Avec Jalil Lespert, Louise Bourgoin, Mélanie Doutey…

RECOMMANDATION 
Excellent

THEME
Depuis qu’il est enfant, François (Jalil Lespert) vit dans, pour et grâce à la forêt jurassienne. Il y est né, y a grandi et y habite encore, sa maison jouxtant la scierie familiale dont son père lui a confié les rênes. Scieur n’est pas un métier facile. Il exige de la poigne, des connaissances techniques, du courage et un sens solide de la gestion. Mais François est assez costaud pour supporter tout cela. Ce qui le ronge, c’est qu’il n’arrive pas à avoir un enfant avec la femme qu’il aime, son épouse, Noémie (Mélanie Doutey). Découragée, cette dernière se déclare prête à adopter, mais François ne s’y résout pas. Ce qu’il veut, c’est un enfant qui soit vraiment de lui. Son  désir de paternité vire à l’obsession. Un jour une famille emménage non loin de chez lui. C’est irrépressible : il tombe fou amoureux de la mère, Patricia, une femme douce et sensuelle (Louise Bourgoin). C’est réciproque. Ils ont une liaison passionnelle. Quelque temps après, Patricia annonce à François qu’elle est enceinte, de lui. Le drame se met en marche…

POINTS FORTS
L’originalité du sujet. Si la quête de la maternité  a inspiré  une quantité de films, celle de la  paternité a été rarement abordée sur le grand écran. Raphaël Jacoulot le traite ici avec tact, sensibilité et intelligence. Il montre sans s’appesantir les vacillements intérieurs d’un homme, qu’on croit indestructible et qui, pourtant est laminé par l’idée de la transmission jusqu’à commettre l’irréparable. Cet homme pris en étau entre son devoir et ses désirs fait penser au chêne de la fable: il ne plie pas, mais finit par rompre.

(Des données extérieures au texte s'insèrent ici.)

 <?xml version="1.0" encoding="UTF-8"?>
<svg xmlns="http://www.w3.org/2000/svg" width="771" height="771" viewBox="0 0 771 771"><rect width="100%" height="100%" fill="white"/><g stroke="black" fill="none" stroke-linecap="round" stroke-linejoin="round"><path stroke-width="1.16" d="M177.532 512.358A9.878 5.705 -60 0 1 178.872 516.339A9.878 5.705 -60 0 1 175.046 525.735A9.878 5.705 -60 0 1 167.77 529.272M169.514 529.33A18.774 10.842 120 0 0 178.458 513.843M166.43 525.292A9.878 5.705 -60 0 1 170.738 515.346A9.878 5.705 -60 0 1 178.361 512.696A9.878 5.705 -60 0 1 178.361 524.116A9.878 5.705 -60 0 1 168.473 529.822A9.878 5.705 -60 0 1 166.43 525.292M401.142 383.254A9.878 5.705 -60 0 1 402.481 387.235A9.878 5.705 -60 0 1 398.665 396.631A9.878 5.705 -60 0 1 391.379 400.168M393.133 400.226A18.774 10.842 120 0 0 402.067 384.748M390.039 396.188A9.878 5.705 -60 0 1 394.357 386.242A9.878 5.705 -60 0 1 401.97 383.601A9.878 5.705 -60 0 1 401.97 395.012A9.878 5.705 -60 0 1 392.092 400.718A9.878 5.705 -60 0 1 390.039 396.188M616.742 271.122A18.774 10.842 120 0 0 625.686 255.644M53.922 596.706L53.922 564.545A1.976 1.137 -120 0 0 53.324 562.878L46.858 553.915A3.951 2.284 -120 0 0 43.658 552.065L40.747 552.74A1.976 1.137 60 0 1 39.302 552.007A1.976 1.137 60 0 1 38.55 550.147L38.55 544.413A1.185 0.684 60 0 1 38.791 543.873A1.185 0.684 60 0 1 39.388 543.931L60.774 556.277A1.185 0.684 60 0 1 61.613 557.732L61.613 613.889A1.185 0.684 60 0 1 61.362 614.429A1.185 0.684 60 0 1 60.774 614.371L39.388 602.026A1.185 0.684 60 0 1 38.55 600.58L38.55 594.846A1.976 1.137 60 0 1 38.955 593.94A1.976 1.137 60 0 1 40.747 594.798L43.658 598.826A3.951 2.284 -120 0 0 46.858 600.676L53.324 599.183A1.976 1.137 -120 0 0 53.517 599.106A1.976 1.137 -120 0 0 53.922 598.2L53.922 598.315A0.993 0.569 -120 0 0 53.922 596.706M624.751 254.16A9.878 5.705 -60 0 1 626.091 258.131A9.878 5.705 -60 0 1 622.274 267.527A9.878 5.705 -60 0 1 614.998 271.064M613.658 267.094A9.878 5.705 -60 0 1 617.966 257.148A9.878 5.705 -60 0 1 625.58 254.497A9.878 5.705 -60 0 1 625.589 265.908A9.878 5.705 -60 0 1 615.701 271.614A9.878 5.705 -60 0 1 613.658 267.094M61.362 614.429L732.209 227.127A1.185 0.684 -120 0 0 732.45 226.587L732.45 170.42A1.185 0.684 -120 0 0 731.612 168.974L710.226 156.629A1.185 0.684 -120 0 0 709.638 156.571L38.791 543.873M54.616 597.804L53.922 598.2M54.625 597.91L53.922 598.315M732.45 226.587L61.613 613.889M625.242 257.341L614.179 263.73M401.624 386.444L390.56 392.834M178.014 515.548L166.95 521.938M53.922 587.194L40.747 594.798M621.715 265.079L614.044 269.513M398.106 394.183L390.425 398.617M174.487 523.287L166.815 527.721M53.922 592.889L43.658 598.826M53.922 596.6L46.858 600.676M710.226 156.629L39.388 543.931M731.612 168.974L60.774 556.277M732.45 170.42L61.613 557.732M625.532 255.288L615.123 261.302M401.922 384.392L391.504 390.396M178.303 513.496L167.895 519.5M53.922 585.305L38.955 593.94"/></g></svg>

Le scénario est construit, son écriture précise, sa mise en scène, rigoureuse, son décor, la forêt jurassienne -à la fois sombre, étouffante et génératrice de rêves- idéal.

Les acteurs sont tous plus que convaincants. A la fois viscéral, fragile, tourmenté et taiseux, Jalil Lespert livre une composition impressionnante. Mélanie Doutey (qu’on ne voit pas assez sur le grand écran) est aussi précise dans sa façon de jouer qu’émouvante dans les émotions qu’elle dégage. Quant à Louise Bourgoin (qui était véritablement enceinte au moment du tournage), elle fait montre d’une palette de jeu aux nuances infinies.

POINTS FAIBLES 
Le dénouement. Il est à la fois expéditif et peu crédible.

EN DEUX MOTS
Depuis son premier long métrage (Barrage, en 2006), Raphaël Jacoulot ne cesse de scruter les tourments de l’âme humaine au travers de films qui sont à classer dans la catégorie des thrillers.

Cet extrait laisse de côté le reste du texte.